Custom Pages¶
Custom pages let you build your own views of the library and pin them to the top navigation, next to Home, Faces, and the rest. Instead of laying out a page by hand, you describe what you want and an assistant drafts the building blocks — widgets — for you.

Create a Page¶
Click + New page in the top navigation. Yaffo creates an empty page and opens it in the design view, where you can name it and start adding content.

The design view has three parts:
- Page settings (left) — the Title, an optional Subtitle, a Tab order number that sets where the page sits in the navigation, and a Display title? toggle. Click Save to keep changes, or Delete Page to remove the page entirely.
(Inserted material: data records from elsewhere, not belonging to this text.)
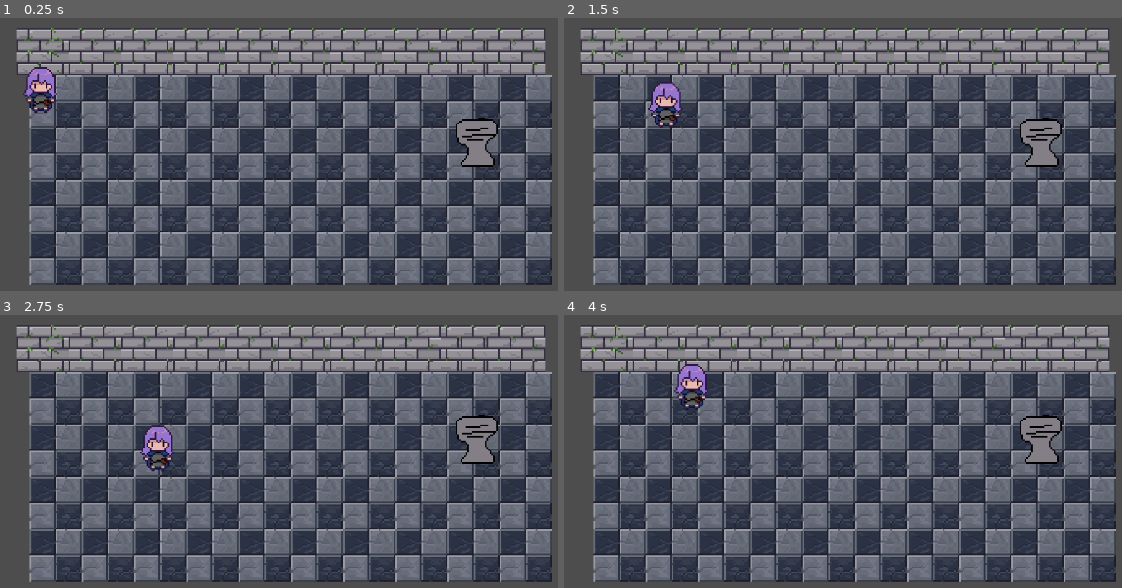
Above: before the commit, frames 1-4 (two rows, left to right).
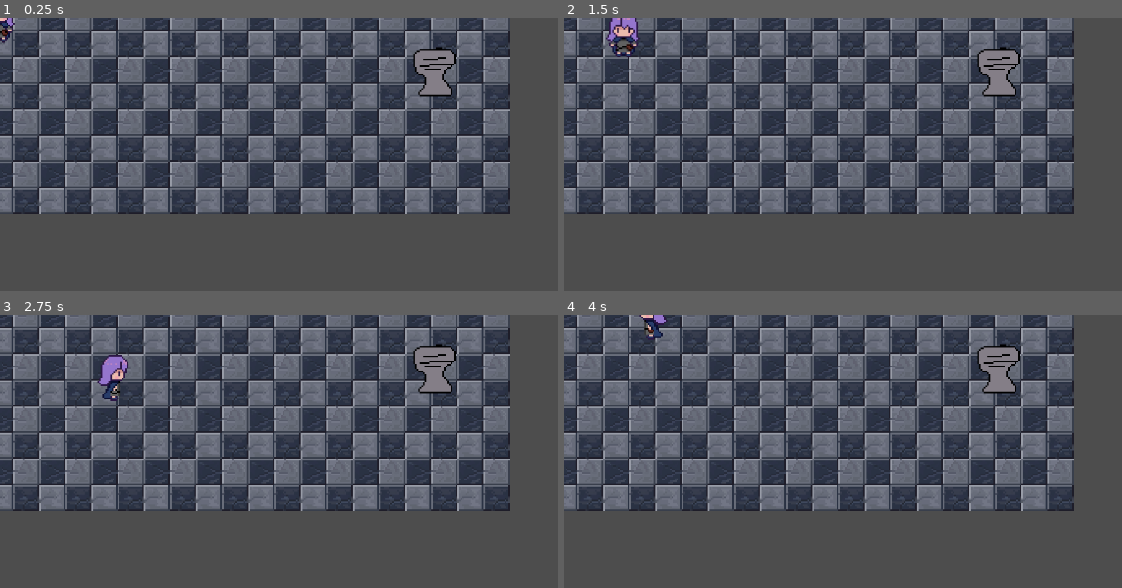
Above: after the commit, the same moments.

Repository: Gullllk/CastleGame
Game: Godot game, scene res://scenes/Level1.tscn
Same seed, same stepped clock (60 frames per second), same inputs: the game is played once before the commit and once after it. This scene is started directly instead of the project's main scene.
Inputs:
- Up to frame 1 (0.25 s): no input
- Up to frame 2 (1.5 s): tap Enter at 0.5 s; hold D (go_right) 0.53-1.28 s; hold S (go_down) from 1.28 s (still down)
- Up to frame 3 (2.75 s): release S (go_down) at 2.03 s; hold D (go_right) from 2.03 s (still down)
- Up to frame 4 (4 s): release D (go_right) at 2.78 s; hold W (go_up) 2.78-3.53 s; hold A (go_left) from 3.53 s (still down)

The runs differ from the first frame. In frame 1, 70% of the frame differs, in the area x 0-99%, y 0-98%; in frame 2, 70%; in frame 3, 70%; in frame 4, 70%.
Error after the commit: Parse Error: Identifier "State_Transition" not declared in the current scope. (res://scripts/state_machine/player_default.gd:14)

Commit message:
i already committed these?

Diff:
--- a/scenes/Level1.tscn
+++ b/scenes/Level1.tscn
@@ -26,8 +26,7 @@
 [sub_resource type="CircleShape2D" id="CircleShape2D_lrl65"]
 radius = 52.153618
 
-[node name="Level1" type="Node2D" unique_id=1931514067]
-position = Vector2(26, 43)
+[node name="Level1" type="Node" unique_id=1529813403]
 
 [node name="Floor" type="TileMapLayer" parent="." unique_id=124393546]
 tile_map_data = PackedByteArray("AAAAAAAAAAABAAEAAAACAAAAAAABAAEAAAAEAAAAAAABAAEAAAAAAAIAAAABAAEAAAACAAIAAAABAAEAAAAEAA …(560 unchanged characters)…
--- a/scenes/player.tscn
+++ b/scenes/player.tscn
@@ -2,18 +2,188 @@
 
 [ext_resource type="Script" uid="uid://br0l7h6nma3pl" path="res://scripts/player.gd" id="1_g2els"]
 [ext_resource type="Texture2D" uid="uid://dkmu4mknb0trh" path="res://assets/sprites/Character 3.0 SINGLE FRAME SPRITE.png" id="2_qhqgy"]
+[ext_resource type="Texture2D" uid="uid://drk7hawk27kpm" path="res://assets/sprites/Character sprites-Sheet.png" id="2_qlg0r"]
 [ext_resource type="PackedScene" uid="uid://20xq88s2jrri" path="res://components/state_machine.tscn" id="3_dqkch"]
-[ext_resource type="Script" uid="uid://dxblynaf68rbn" path="res://scripts/player_walking.gd" id="4_qlg0r"]
+[ext_resource type="Script" uid="uid://dxblynaf68rbn" path="res://scripts/state_machine/player_walking.gd" id="4_qlg0r"]
+[ext_resource type="Script" uid="uid://be85p86wdjc64" path="res://scripts/state_machine/player_default.gd" id="6_tuyoq"]
+
+[sub_resource type="AtlasTexture" id="AtlasTexture_tuyoq"]
+atlas = ExtResource("2_qlg0r")
+region = Rect2(0, 96, 32, 32)
+
+[sub_resource type="AtlasTexture" id="AtlasTexture_fjrip"]
+atlas = ExtResource("2_qlg0r")
+region = Rect2(0, 64, 32, 32)
+
+[sub_resource type="AtlasTexture" id="AtlasTexture_smehm"]
+atlas = ExtResource("2_qlg0r")
+region = Rect2(0, 32, 32, 32)
+
+[sub_resource type="AtlasTexture" id="AtlasTexture_jej6c"]
+atlas = ExtResource("2_qlg0r")
+region = Rect2(0, 96, 32, 32)
+
+[sub_resource type="AtlasTexture" id="AtlasTexture_f1ej7"]
+atlas = ExtResource("2_qlg0r")
+region = Rect2(32, 96, 32, 32)
+
+[sub_resource type="AtlasTexture" id="AtlasTexture_oprun"]
+atlas = ExtResource("2_qlg0r")
+region = Rect2(64, 96, 32, 32)
+
+[sub_resource type="AtlasTexture" id="AtlasTexture_a8ls1"]
+atlas = ExtResource("2_qlg0r")
+region = Rect2(96, 96, 32, 32)
+
+[sub_resource type="AtlasTexture" id="AtlasTexture_qfm1y"]
+atlas = ExtResource("2_qlg0r")
+region = Rect2(0, 0, 32, 32)
+
+[sub_resource type="AtlasTexture" id="AtlasTexture_fulsm"]
+atlas = ExtResource("2_qlg0r")
+region = Rect2(32, 0, 32, 32)
+
+[sub_resource type="AtlasTexture" id="AtlasTexture_4r5pv"]
+atlas = ExtResource("2_qlg0r")
+region = Rect2(64, 0, 32, 32)
+
+[sub_resource type="AtlasTexture" id="AtlasTexture_60mlk"]
+atlas = ExtResource("2_qlg0r")
+region = Rect2(96, 0, 32, 32)
+
+[sub_resource type="AtlasTexture" id="AtlasTexture_i4ail"]
+atlas = ExtResource("2_qlg0r")
+region = Rect2(0, 64, 32, 32)
+
+[sub_resource type="AtlasTexture" id="AtlasTexture_a38lo"]
+atlas = ExtResource("2_qlg0r")
+region = Rect2(32, 64, 32, 32)
+
+[sub_resource type="AtlasTexture" id="AtlasTexture_4ni07"]
+atlas = ExtResource("2_qlg0r")
+region = Rect2(64, 64, 32, 32)
+
+[sub_resource type="AtlasTexture" id="AtlasTexture_l71n6"]
+atlas = ExtResource("2_qlg0r")
+region = Rect2(96, 64, 32, 32)
+
+[sub_resource type="AtlasTexture" id="AtlasTexture_ur7pv"]
+atlas = ExtResource("2_qlg0r")
+region = Rect2(0, 32, 32, 32)
+
+[sub_resource type="AtlasTexture" id="AtlasTexture_y4r1p"]
+atlas = ExtResource("2_qlg0r")
+region = Rect2(32, 32, 32, 32)
+
+[sub_resource type="AtlasTexture" id="AtlasTexture_d2wvv"]
+atlas = ExtResource("2_qlg0r")
+region = Rect2(64, 32, 32, 32)
+
+[sub_resource type="AtlasTexture" id="AtlasTexture_3v2ag"]
+atlas = ExtResource("2_qlg0r")
+region = Rect2(96, 32, 32, 32)
 
 [sub_resource type="SpriteFrames" id="SpriteFrames_dqkch"]
 animations = [{
 "frames": [{
 "duration": 1.0,
+"texture": SubResource("AtlasTexture_tuyoq")
+}],
+"loop": 1,
+"name": &"default_back",
+"speed": 5.0
+}, {
+"frames": [{
+"duration": 1.0,
 "texture": ExtResource("2_qhqgy")
 }],
 "loop": 1,
-"name": &"default",
-"speed": 5.0
+"name": &"default_front",
+"speed": 5.0
+}, {
+"frames": [{
+"duration": 1.0,
+"texture": SubResource("AtlasTexture_fjrip")
+}],
+"loop": 1,
+"name": &"default_left",
+"speed": 5.0
+}, {
+"frames": [{
+"duration": 1.0,
+"texture": SubResource("AtlasTexture_smehm")
+}],
+"loop": 1,
+"name": &"default_right",
+"speed": 5.0
+}, {
+"frames": [{
+"duration": 1.0,
+"texture": SubResource("AtlasTexture_jej6c")
+}, {
+"duration": 1.0,
+"texture": SubResource("AtlasTexture_f1ej7")
+}, {
+"duration": 1.0,
+"texture": SubResource("AtlasTexture_oprun")
+}, {
+"duration": 1.0,
+"texture": SubResource("AtlasTexture_a8ls1")
+}],
+"loop": 1,
+"name": &"walking_back",
+"speed": 4.0
+}, {
+"frames": [{
+"duration": 1.0,
+"texture": SubResource("AtlasTexture_qfm1y")
+}, {
+"duration": 1.0,
+"texture": SubResource("AtlasTexture_fulsm")
+}, {
+"duration": 1.0,
+"texture": SubResource("AtlasTexture_4r5pv")
+}, {
+"duration": 1.0,
+"texture": SubResource("AtlasTexture_60mlk")
+}],
+"loop": 1,
+"name": &"walking_front",
+"speed": 4.0
+}, {
+"frames": [{
+"duration": 1.0,
+"texture": SubResource("AtlasTexture_i4ail")
+}, {
+"duration": 1.0,
+"texture": SubResource("AtlasTexture_a38lo")
+}, {
+"duration": 1.0,
+"texture": SubResource("AtlasTexture_4ni07")
+}, {
+"duration": 1.0,
+"texture": SubResource("AtlasTexture_l71n6")
+}],
+"loop": 1,
+"name": &"walking_left",
+"speed": 5.0
+}, {
+"frames": [{
+"duration": 1.0,
+"texture": SubResource("AtlasTexture_ur7pv")
+}, {
+"duration": 1.0,
+"texture": SubResource("AtlasTexture_y4r1p")
+}, {
+"duration": 1.0,
+"texture": SubResource("AtlasTexture_d2wvv")
+}, {
+"duration": 1.0,
+"texture": SubResource("AtlasTexture_3v2ag")
+}],
+"loop": 1,
+"name": &"walking_right",
+"speed": 4.0
 }]
 
 [sub_resource type="CapsuleShape2D" id="CapsuleShape2D_g2els"]
@@ -25,7 +195,8 @@
 [node name="AnimatedSprite2D" type="AnimatedSprite2D" parent="." unique_id=382568229]
 position = Vector2(-1, 0)
 sprite_frames = SubResource("SpriteFrames_dqkch")
-autoplay = "default"
+animation = &"walking_right"
+autoplay = "default_front"
 
 [node name="CollisionShape2D" type="CollisionShape2D" parent="." unique_id=473150386]
 position = Vector2(-1, 1)
@@ -34,7 +205,11 @@
 [node name="State Machine" parent="." unique_id=1844906712 node_paths=PackedStringArray("initial_state") instance=ExtResource("3_dqkch")]
 initial_state = NodePath("Walking")
 
-[node name="Walking" type="Node" parent="State Machine" unique_id=480406031 node_paths=PackedStringArray("player")]
+[node name="Walking" type="Node" parent="State Machine" unique_id=480406031 node_paths=PackedStringArray("player", "animated_sprite_2d")]
 script = ExtResource("4_qlg0r")
 player = NodePath("../..")
 speed = 50
+animated_sprite_2d = NodePath("../../AnimatedSprite2D")
+
+[node name="Default" type="Node" parent="State Machine" unique_id=1214465596]
+script = ExtResource("6_tuyoq")
--- a/scripts/player_walking.gd
+++ /dev/null
@@ -1,30 +0,0 @@
-extends State
-class_name PlayerWalking
-
-@export var player : CharacterBody2D
-@export var speed := 10
-
-var direction : Vector2
-
-func Enter():
-	Activate_State.emit()
-
-func player_direction():
-	if Input.is_action_pressed("go_up"):
-		direction = Vector2.UP
-		print("move up")
-	elif Input.is_action_pressed("go_down"):
-		direction = Vector2.DOWN
-	elif Input.is_action_pressed("go_right"):
-		direction = Vector2.RIGHT
-	elif Input.is_action_pressed("go_left"):
-		direction = Vector2.LEFT
-	else:
-		direction = Vector2.ZERO
-
-
-func Physics_Update(_delta: float):
-	if player:
-	#makes sure player != null
-		player_direction()
-		player.velocity = direction * speed
--- /dev/null
+++ b/scripts/state_machine/player_default.gd
@@ -0,0 +1,14 @@
+extends State
+class_name PlayerDefault
+
+func Enter():
+	pass
+
+func Exit():
+	pass
+
+func Update(_delta: float):
+	pass
+
+func Physics_Update(_delta: float):
+		State_Transition.emit
--- /dev/null
+++ b/scripts/state_machine/player_walking.gd
@@ -0,0 +1,48 @@
+extends State
+class_name PlayerWalking
+signal State_Transition
+
+@export var player : CharacterBody2D
+@export var speed := 10
+@export var animated_sprite_2d : AnimatedSprite2D
+
+func Enter():
+	pass
+
+func get_direction():
+	var direction : Vector2
+	if Input.is_action_pressed("go_up"):
+		direction = Vector2.UP
+	elif Input.is_action_pressed("go_down"):
+		direction = Vector2.DOWN
+	elif Input.is_action_pressed("go_right"):
+		direction = Vector2.RIGHT
+	elif Input.is_action_pressed("go_left"):
+		direction = Vector2.LEFT
+	else:
+		direction = Vector2.ZERO
+	return direction
+
+func play_animation(direction):
+	if direction == Vector2.UP:
+		animated_sprite_2d.play("walking_back")
+	elif direction == Vector2.DOWN:
+		animated_sprite_2d.play("walking_front")
+	elif direction == Vector2.LEFT:
+		animated_sprite_2d.play("walking_left")
+	elif direction == Vector2.RIGHT:
+		animated_sprite_2d.play("walking_right")
+
+
+func Physics_Update(_delta: float):
+	if player:
+	#makes sure player != null
+		var direction = get_direction()
+		player.velocity = direction * speed
+
+	if !Input:
+		State_Transition.emit
+
+func Update(_delta: float):
+	if player:
+		play_animation(get_direction())
--- a/scripts/state_machine/state_default.gd
+++ b/scripts/state_machine/state_default.gd
@@ -1,8 +1,6 @@
 @abstract
 extends Node
 class_name State
-
-signal Activate_State
 
 func Enter():
 	pass
Not shown, added: assets/sprites/Character sprites-Sheet.png.import
Not shown, added: scripts/state_machine/player_default.gd.uid
Renamed: scripts/player_walking.gd.uid -> scripts/state_machine/player_walking.gd.uid

- The Assistant (left, below settings) — where you describe the widgets you want.
- The grid (right) — where your widgets live and can be arranged.
Work with Widgets¶
A widget is a single block on the page — a heading, a wall of photos, a map, a list of people, and so on.
To add one, type a description into the Assistant and click Send. For example:
- a polaroid wall of our Maine trip in summer 2023
- a map of everywhere we took photos this year
- my six most recent favorites
The assistant drafts a widget and drops it onto the grid. You decide how it looks; Yaffo always fills in the actual photo data from your library, so a widget only ever shows media you already have.
Once widgets are on the grid you can:
- drag a widget to move it;
- resize a widget by its edges;
- remove a widget with the × on its header;
- keep the conversation going to add more widgets or refine existing ones.
Click Save when the layout looks right.
Publish and Present¶
The page you see while designing is a working draft. Yaffo keeps your published page separate from in-progress edits, so anyone viewing the page always sees the last version you published — not a half-finished change.
When you are happy with the draft, publish it. The page then appears as a tab in the top navigation (and in the Pages menu) for everyone using your library. You can reopen the design view at any time to keep iterating; your live page stays untouched until you publish again.
Custom pages are one of several ways to organize a library. For how they fit alongside filters, favorites, and tags, see Organizing Photos. To restyle the whole app, including your custom pages, see Themes.